Ages ago, this book was on my to-read list for a long time before my brother borrowed it from his office's library and lent it to me.
These are some of my highlights from the book. The book is worth multiple readings in its entirety.
On the bigger questions of love, morality, ethics and so on...
"The ancient covenant is in pieces; man at least knows that he is alone in the unfeeling immensity of the universe, out of which he emerged only by chance." (Jacques Monod)
"Bereavement is not the truncation of married love, but one of its regular phases—like the honeymoon. What we want is to live our marriage well and faithfully through that phase too." (C S Lewis)
You can't ever reach perfection, but you can believe in an asymptote toward which you are ceaselessly striving.
... virtue required moral, emotional, mental and physical excellence.
Surely intelligence wasn't enough; moral clarity was needed as well.
"With what strife and pains we come into the world we know not, but 'tis commonly no easy matter to get out of it." (Sir Thomas Browne)
If the unexamined life was not worth living, was the unlived life worth examining?
Moral speculation is puny compared to moral action.
His notes from his experiences as a neurosurgeon:
A physician's words can ease the mind, just as the neurosurgeon's scalpel can ease a disease of the brain. Yet their uncertainties and morbidities, whether emotional or physical, remain to be grappled with.
I had learned something, something not found in Hippocrates, Maimonides or Osler: the physician's duty is not to stave off death or return patients to their old lives, but to take into our arms a patient and family whose lives have disintegrated and work until they can stand back up and face, and make sense of, their own existence.
As a doctor, I knew not to declare, "Cancer is a battle I'm going to win!" or ask "Why me?" (Answer: Why not me?).
What patients seek is not scientific knowledge that doctors hide but existential authenticity each person must find on her own. Getting too deeply into statistics is like trying to quench a thrist with salty water. The angst of facing mortality has no remedy in probability.
It occurred to me that my relationship with statistics changed as soon as I became one.
She would likely refuse surgery if I launched into a detached spiel detailing all the risks and possible complications. I could do so, document her refusal in the chart, consider my duty discharged, and move to the next text. Instead, with her permission, I gathered her family with her, and together we calmly talked throug the options. As we talked, I could see the enormousness of the choice she faced dwindle into a difficult but understandable decision. I had met her in a space where she was a person, instead of a problem to be solved. She chose surgery. The operation went smoothly. She went home two days later, and never seized again.

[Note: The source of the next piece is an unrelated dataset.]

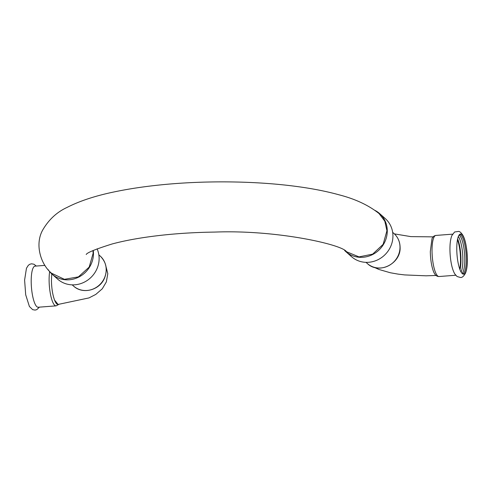 <?xml version="1.0" encoding="UTF-8"?>
<svg xmlns="http://www.w3.org/2000/svg" width="492" height="492" viewBox="0 0 492 492"><rect width="100%" height="100%" fill="white"/><g stroke="black" fill="none" stroke-linecap="round" stroke-linejoin="round"><path stroke-width="0.74" d="M461.865 234.567A20.141 5.086 85.6 0 0 459.786 234.303A20.141 5.086 85.6 0 0 456.927 253.435A20.141 5.086 85.6 0 0 462.277 273.62A20.141 5.086 85.6 0 0 462.824 274.001A20.141 5.086 85.6 0 0 467.369 258.798A20.141 5.086 85.6 0 0 461.865 234.567M449.977 246.867A20.609 5.209 85.6 0 0 449.946 248.491A20.609 5.209 85.6 0 0 450.943 261.48A20.609 5.209 85.6 0 0 451.219 263.079M460.014 269.782A19.6 4.951 85.6 0 0 460.955 259.155A19.6 4.951 85.6 0 0 457.646 238.897M458.366 236.455A19.6 4.951 -94.4 0 1 462.861 259.007A19.6 4.951 -94.4 0 1 461.096 272.088M459.11 235.016A19.6 4.951 -94.4 0 1 464.805 258.86A19.6 4.951 -94.4 0 1 462.049 273.398M462.363 273.693A19.6 4.951 85.6 0 0 462.671 273.706A19.6 4.951 85.6 0 0 466.33 258.743A19.6 4.951 85.6 0 0 459.676 234.616A19.6 4.951 85.6 0 0 459.374 234.678M49.649 271.67A20.609 5.209 -94.4 0 0 54.741 305.298A20.609 5.209 -94.4 0 0 56.106 305.864L38.191 307.236A20.609 5.209 -94.4 0 1 31.199 281.873A20.609 5.209 -94.4 0 1 35.043 266.141L44.944 265.385M439.03 276.522C437.197 276.547 435.721 275.612 434.59 273.712A19.391 4.902 -94.4 0 1 433.335 271.086C431.478 265.858 430.469 259.358 430.309 251.584L431.976 238.768C432.763 236.824 434.067 235.717 435.881 235.434A20.609 5.209 85.6 0 0 432.105 253.755A20.609 5.209 85.6 0 0 437.665 275.957A20.609 5.209 85.6 0 0 439.03 276.522L455.715 275.249M105.227 263.614L107.797 273.669L106.346 281.916L102.275 288.804L95.792 294.419L88.978 297.918L58.087 304.437L54.563 300.108A19.391 4.902 85.6 0 0 58.462 304.4M54.563 300.108C52.65 294.88 51.611 288.386 51.439 280.612L51.746 273.884M48.124 269.591A25.443 23.819 -48.4 0 0 52.023 274.136A25.443 23.819 -48.4 0 0 78.732 277.094A25.443 23.819 -48.4 0 0 93.468 253.226A25.443 23.819 -48.4 0 0 93.277 250.434M51.599 273.238L64.384 279.315L78.388 276.891L89.181 267.101L93.136 253.257L92.957 250.582M52.023 274.136L57.681 279.155A25.443 23.819 -48.4 0 0 84.384 282.113A25.443 23.819 -48.4 0 0 99.126 258.251A25.443 23.819 -48.4 0 0 97.096 248.817M51.931 273.558C40.91 264.88 34.489 244.69 42.669 230.096C48.714 219.672 56.863 212.101 67.121 207.396C80.036 200.791 96.297 195.515 115.897 191.56C128.584 188.946 142.323 186.849 157.12 185.256C201.775 180.386 253.872 180.785 295.741 186.357C311.965 188.485 326.448 191.32 339.203 194.857C355.384 199.032 368.662 205.269 379.049 213.553L384.818 221.209L386.927 230.748L383.127 244.346L372.653 254.143L359 256.892L346.479 251.713C342.512 244.659 276.744 229.647 214.69 232.083C197.569 232.31 181.038 233.239 165.103 234.862C144.371 237.021 126.739 240.053 112.201 243.952C95.688 249.124 87.022 252.642 86.211 254.512M374.978 210.398A25.443 23.819 131.6 0 1 379.627 213.577A25.443 23.819 131.6 0 1 387.278 230.717A25.443 23.819 131.6 0 1 372.542 254.579A25.443 23.819 131.6 0 1 345.833 251.621A25.443 23.819 131.6 0 1 344.609 250.446M379.627 213.577L385.285 218.602A25.443 23.819 131.6 0 1 392.936 235.742A25.443 23.819 131.6 0 1 378.2 259.604A25.443 23.819 131.6 0 1 351.491 256.646L345.833 251.621M400.002 247.027A20.067 18.788 131.6 0 1 388.379 265.846A20.067 18.788 131.6 0 1 367.315 263.515C378.822 274.868 401.134 263.62 400.094 247.181C399.953 241.689 397.911 237.132 393.969 233.503A20.067 18.788 131.6 0 1 400.002 247.027M459.731 269.026A19.532 4.932 85.6 0 0 457.48 239.69M73.505 286.024C82.508 294.653 99.445 290.354 104.415 278.367C107.853 269.745 106.438 262.298 100.159 256.012A20.067 18.788 131.6 0 1 106.192 269.536A20.067 18.788 131.6 0 1 94.569 288.355A20.067 18.788 131.6 0 1 73.505 286.024L72.195 284.862M450.943 261.48C451.791 266.824 453.071 270.981 454.786 273.939L457.068 276.516L460.469 277.5C462.148 277.679 463.833 276.209 465.518 273.078C466.846 269.604 467.474 264.88 467.4 258.909C466.902 247.181 465.291 239.137 462.572 234.782C461.035 232.624 459.731 231.492 458.667 231.394L454.571 232.003L451.841 235.613C450.604 238.798 449.971 243.091 449.946 248.491M39.421 307.143L36.802 309.634L35.067 310.095L32.657 309.652L29.403 306.491L25.701 294.794L24.6 280.089L26.457 268.257L28.327 265.311L29.803 264.265L31.531 263.798L34.009 264.253L36.273 266.049M394.387 233.885L410.826 236.615L433.157 236.867M436.047 275.465L426.084 275.815L404.713 274.923L397.991 274.106L390.347 272.759L378.871 269.444L374.178 267.316M435.881 235.434L452.566 234.155M56.106 305.864L58.892 304.363M100.159 256.012L98.849 254.85M366.011 262.353L367.315 263.515M392.665 232.341L393.969 233.503"/></g></svg>

...several students argued for the removal of language insisting that we place our patients' interests above our own. (The rest of us didn't allow this discussion to continue for long. The words stayed. This kind of egotism struck me as antithetical to medicine and, it should be noted, entirely reasonable [...] But that's the point. Putting lifestyle first is how you find a job, not a calling.
What had not changed though was the heroic spirit of responsibility amid blood and failure. This struck me as the true image of a doctor.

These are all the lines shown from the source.